- Born: August 12, 1964 (age 62) Bochum
- Education: Westphalian Wilhelms-University Harvard Medical School
- Scientific career
- Fields: Paediatrician
- Workplaces: Witten/Herdecke University

= Boris Zernikow =

German pediatrician

Boris Zernikow (born August 12, 1964 in Bochum) is a German paediatrician who works in the field of pain therapy and palliative medicine. He holds the chair for child pain therapy and pediatric palliative medicine at the Witten/Herdecke University as well as chief physician at the Vestische Kinder- und Jugendklinik Datteln.

== Career==
Zernikow studied human medicine at the Westphalian Wilhelms-University of Münster from 1986 until 1993 during which he was supported by a scholarship from the Cusanuswerk. He completed the practical year of his training at St. Gallen cantonal hospital, Switzerland, and Harvard Medical School, USA.

After the completion of his medical degree, Zernikow trained as specialist in children's and youth medicine with a focus on pediatric oncology, completing additional qualifications in Pediatric Pain Therapy and Palliative Medicine. In 2004 he habilitated on the subject of “Pain Therapy in Paediatric Oncology – Results of a nation-wide quality improvement program (STOP)”.

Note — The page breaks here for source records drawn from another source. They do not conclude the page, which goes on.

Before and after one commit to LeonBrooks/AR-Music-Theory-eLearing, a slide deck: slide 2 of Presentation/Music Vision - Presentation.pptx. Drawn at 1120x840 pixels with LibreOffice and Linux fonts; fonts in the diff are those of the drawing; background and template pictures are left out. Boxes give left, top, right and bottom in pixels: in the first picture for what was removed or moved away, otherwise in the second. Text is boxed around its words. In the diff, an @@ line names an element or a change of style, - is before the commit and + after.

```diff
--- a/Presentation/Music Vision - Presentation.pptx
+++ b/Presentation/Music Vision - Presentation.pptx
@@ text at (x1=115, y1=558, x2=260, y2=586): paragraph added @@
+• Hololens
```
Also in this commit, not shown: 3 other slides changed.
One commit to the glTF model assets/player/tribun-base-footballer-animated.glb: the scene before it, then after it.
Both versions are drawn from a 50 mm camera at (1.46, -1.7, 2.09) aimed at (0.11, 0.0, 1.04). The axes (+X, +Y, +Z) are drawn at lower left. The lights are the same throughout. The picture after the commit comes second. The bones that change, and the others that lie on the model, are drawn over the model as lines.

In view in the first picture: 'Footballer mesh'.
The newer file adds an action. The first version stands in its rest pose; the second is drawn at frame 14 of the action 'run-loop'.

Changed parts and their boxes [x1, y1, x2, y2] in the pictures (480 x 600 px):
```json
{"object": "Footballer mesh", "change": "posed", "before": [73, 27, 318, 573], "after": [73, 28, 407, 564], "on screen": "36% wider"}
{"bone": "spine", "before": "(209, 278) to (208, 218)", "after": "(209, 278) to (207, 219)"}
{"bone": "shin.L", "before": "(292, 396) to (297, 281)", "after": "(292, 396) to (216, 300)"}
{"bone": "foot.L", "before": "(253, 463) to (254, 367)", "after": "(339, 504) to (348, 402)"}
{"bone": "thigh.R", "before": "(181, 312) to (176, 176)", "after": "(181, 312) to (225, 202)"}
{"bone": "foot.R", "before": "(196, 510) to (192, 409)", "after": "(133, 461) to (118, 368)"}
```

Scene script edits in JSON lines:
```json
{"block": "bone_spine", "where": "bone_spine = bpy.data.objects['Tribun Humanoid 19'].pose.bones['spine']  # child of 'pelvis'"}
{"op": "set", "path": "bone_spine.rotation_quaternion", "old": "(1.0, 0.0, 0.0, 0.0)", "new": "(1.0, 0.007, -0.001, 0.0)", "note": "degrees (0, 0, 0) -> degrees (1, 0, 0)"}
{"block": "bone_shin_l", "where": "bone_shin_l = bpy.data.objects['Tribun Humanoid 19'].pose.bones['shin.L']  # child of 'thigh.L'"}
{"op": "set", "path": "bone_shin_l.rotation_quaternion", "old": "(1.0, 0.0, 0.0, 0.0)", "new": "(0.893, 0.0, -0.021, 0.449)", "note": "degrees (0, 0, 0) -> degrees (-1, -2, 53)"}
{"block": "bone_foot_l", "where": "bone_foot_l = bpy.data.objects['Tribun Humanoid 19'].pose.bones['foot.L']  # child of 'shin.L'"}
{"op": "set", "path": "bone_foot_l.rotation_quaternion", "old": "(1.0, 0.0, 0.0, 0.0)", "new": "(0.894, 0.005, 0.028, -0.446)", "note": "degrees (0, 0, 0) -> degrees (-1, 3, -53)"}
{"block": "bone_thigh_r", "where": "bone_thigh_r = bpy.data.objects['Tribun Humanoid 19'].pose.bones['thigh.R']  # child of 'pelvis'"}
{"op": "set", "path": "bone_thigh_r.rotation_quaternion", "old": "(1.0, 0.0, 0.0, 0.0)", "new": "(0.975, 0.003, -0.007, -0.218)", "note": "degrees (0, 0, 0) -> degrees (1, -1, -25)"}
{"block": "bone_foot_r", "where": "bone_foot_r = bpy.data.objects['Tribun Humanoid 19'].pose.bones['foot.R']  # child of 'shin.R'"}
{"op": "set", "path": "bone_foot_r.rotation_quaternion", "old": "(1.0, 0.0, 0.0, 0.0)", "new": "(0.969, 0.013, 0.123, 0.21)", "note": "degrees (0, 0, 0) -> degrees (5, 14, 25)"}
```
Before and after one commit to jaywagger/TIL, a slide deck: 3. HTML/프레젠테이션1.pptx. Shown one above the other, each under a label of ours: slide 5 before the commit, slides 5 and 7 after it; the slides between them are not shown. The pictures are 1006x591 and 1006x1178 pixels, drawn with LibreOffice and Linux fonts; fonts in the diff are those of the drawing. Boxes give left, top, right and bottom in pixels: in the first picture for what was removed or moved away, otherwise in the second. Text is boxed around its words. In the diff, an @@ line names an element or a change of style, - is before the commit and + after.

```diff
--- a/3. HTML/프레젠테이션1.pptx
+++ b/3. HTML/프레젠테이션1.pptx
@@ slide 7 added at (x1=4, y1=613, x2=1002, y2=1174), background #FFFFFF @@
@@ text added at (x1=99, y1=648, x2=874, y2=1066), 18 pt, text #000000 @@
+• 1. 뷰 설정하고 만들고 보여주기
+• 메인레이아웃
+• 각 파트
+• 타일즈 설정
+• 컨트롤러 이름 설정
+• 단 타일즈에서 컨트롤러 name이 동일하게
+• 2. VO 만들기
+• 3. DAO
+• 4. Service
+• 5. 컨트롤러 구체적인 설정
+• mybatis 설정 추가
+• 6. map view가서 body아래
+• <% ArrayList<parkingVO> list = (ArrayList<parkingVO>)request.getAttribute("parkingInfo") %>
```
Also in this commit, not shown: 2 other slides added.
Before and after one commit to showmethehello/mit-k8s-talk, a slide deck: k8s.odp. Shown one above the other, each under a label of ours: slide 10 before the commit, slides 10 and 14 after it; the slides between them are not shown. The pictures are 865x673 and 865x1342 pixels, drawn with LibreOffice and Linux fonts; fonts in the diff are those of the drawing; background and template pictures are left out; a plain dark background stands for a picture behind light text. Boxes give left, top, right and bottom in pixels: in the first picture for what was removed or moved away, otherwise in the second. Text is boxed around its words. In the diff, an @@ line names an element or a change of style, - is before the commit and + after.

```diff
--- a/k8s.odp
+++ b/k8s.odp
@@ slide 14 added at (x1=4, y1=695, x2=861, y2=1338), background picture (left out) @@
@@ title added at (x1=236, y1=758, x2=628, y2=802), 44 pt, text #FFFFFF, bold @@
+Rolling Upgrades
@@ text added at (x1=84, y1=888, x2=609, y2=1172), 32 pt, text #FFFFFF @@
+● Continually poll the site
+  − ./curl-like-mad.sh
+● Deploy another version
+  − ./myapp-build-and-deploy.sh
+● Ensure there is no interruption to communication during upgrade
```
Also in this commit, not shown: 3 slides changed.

In 2002, a team led by Zernikow established the Vodafone Foundation Institute (VIKP) in Datteln at the Children and Adolescent's Hospital. This developed into the German Paediatric Pain Centre (2008) and the Centre of Paediatric Palliative Care (2010). Zernikow has held the chair for Children's Pain Therapy and Paediatric Palliative Care at the Witten/Herdecke University from 2004 and has been chief physician at the Children's Hospital Datteln since 2002.

== Work==
The German Paediatric Pain Centre (Deutsches Kinderschmerzzentrum), with 30 in-patient beds, and adjoining outpatient treatment centre, is one of the largest institutions internationally for the treatment and research of chronic pain in childhood and adolescence. Here, Zernikow has been involved in the development of the multimodal therapy program to treat chronic pain and has co-authored a manual on this topic. The treatment program is distinguished in particular by its short duration but high intensity form. Research supports the efficacy of the program with benefits maintained long term.

In June 2010, the Centre of Paediatric Palliative Care including the eight-bed in-hospital paediatric palliative care unit and a homecare PPC-team was opened at the Children's Hospital Datteln under the ongoing medical management of Zernikow. The Centre of Paediatric Palliative Care has the goal of relieving painful disease symptoms and producing the highest possible degree of quality of life for children and adolescents with palliative diseases in cooperation with the whole family.

===Research===
Zernikow has published more than 140 scientific articles in peer-reviewed scientific journals on the topics of pain therapy and palliative care in children and adolescents in the fields of diagnostic, therapeutic and healthcare research. Additionally, Zernikow has contributed to the following textbooks:
- As editor and co-author: Schmerztherapie für Kinder, Jugendliche und junge Erwachsene (Pain therapy for children, adolescents and young adults). 5th edition. Springer Medizin Verlag: Heidelberg 2015.
- As editor and co-author: Palliativversorgung von Kindern, Jugendlichen und jungen Erwachsenen (Palliative care for children, adolescents and young adults). 2nd edition. Springer Medizin Verlag: Heidelberg 2013.
- As editor and co-author: Practical Treatment Options for Chronic Pain in Children and Adolescents. An Interdisciplinary Therapy Manual, Springer: Berlin, Heidelberg 2019.

== Distinctions and prizes ==
- 2004: Award Interdisciplinarity in medicine 2004; German Society for interdisciplinary clinical medicine (Deutsche Gesellschaft für Interdisziplinäre Klinische Medizin (DGIKM))
- 2005: Clinic Sponsoring Prize 2005, awarded by the Bayrische Landesbank
- 2006: Award for pain research 2006 of the German Society for the Study of Pain (category „clinical research“) (Deutsche Gesellschaft zum Studium des Schmerzes)
- 2007: Sertürner Prize 2007 of the Sertürner Society Einbeck e.V. (Sertürner Gesellschaft Einbeck e.V.)
- 2008: Award Leben pur 2008 of the Foundation “Leben pur”
- 2008, 2009, 2012 and 2013: Award for palliative medicine of the German Society of Palliative medicine (Deutsche Gesellschaft für Palliativmedizin)
- 2011: Selected Landmark in the Land of Ideas 2011: Paediatric outpatient clinic
- 2015: Communicator Award - Science Award of the Donors' Association and the German Research Foundation (DFG)
- 2016: "dfg-Award" – winner in the category "outstanding communication and marketing" (in the health care system)
- 2016: Fast Forward Science competition, 1st place in the category "Substance" with the German educational movie: Migräne? Hab ich im Griff! (Migraine: How it works and how to get it under control!)